Filter the entries beneath this task, copying only the lines that hold the word "pptx".

Stored items from a collection:
^^^^^^^^
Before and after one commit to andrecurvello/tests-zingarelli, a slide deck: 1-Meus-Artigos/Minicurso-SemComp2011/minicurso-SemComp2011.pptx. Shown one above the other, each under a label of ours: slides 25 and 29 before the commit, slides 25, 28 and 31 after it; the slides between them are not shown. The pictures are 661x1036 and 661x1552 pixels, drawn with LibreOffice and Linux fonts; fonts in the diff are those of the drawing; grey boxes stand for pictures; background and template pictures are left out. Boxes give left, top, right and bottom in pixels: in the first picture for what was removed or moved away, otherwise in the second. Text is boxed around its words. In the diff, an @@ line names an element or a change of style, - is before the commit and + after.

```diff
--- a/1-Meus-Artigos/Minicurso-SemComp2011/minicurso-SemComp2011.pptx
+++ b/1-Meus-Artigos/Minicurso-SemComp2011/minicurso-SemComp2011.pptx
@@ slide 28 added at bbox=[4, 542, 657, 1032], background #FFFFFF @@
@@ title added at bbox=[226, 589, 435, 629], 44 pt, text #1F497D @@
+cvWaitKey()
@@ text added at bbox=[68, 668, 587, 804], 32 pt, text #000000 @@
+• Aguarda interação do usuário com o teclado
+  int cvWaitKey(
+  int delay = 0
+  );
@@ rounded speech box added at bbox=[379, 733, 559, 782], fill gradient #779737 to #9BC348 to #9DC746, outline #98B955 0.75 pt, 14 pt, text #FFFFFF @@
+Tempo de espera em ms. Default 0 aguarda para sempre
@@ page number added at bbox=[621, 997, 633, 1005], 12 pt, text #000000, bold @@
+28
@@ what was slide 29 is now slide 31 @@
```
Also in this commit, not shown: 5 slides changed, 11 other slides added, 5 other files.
^^^^^^^^
■ REPLY TO THE EXERCISE
Before and after one commit to andrecurvello/tests-zingarelli, a slide deck: 1-Meus-Artigos/Minicurso-SemComp2011/minicurso-SemComp2011.pptx. Shown one above the other, each under a label of ours: slides 25 and 29 before the commit, slides 25, 28 and 31 after it; the slides between them are not shown. The pictures are 661x1036 and 661x1552 pixels, drawn with LibreOffice and Linux fonts; fonts in the diff are those of the drawing; grey boxes stand for pictures; background and template pictures are left out. Boxes give left, top, right and bottom in pixels: in the first picture for what was removed or moved away, otherwise in the second. Text is boxed around its words. In the diff, an @@ line names an element or a change of style, - is before the commit and + after.
--- a/1-Meus-Artigos/Minicurso-SemComp2011/minicurso-SemComp2011.pptx
+++ b/1-Meus-Artigos/Minicurso-SemComp2011/minicurso-SemComp2011.pptx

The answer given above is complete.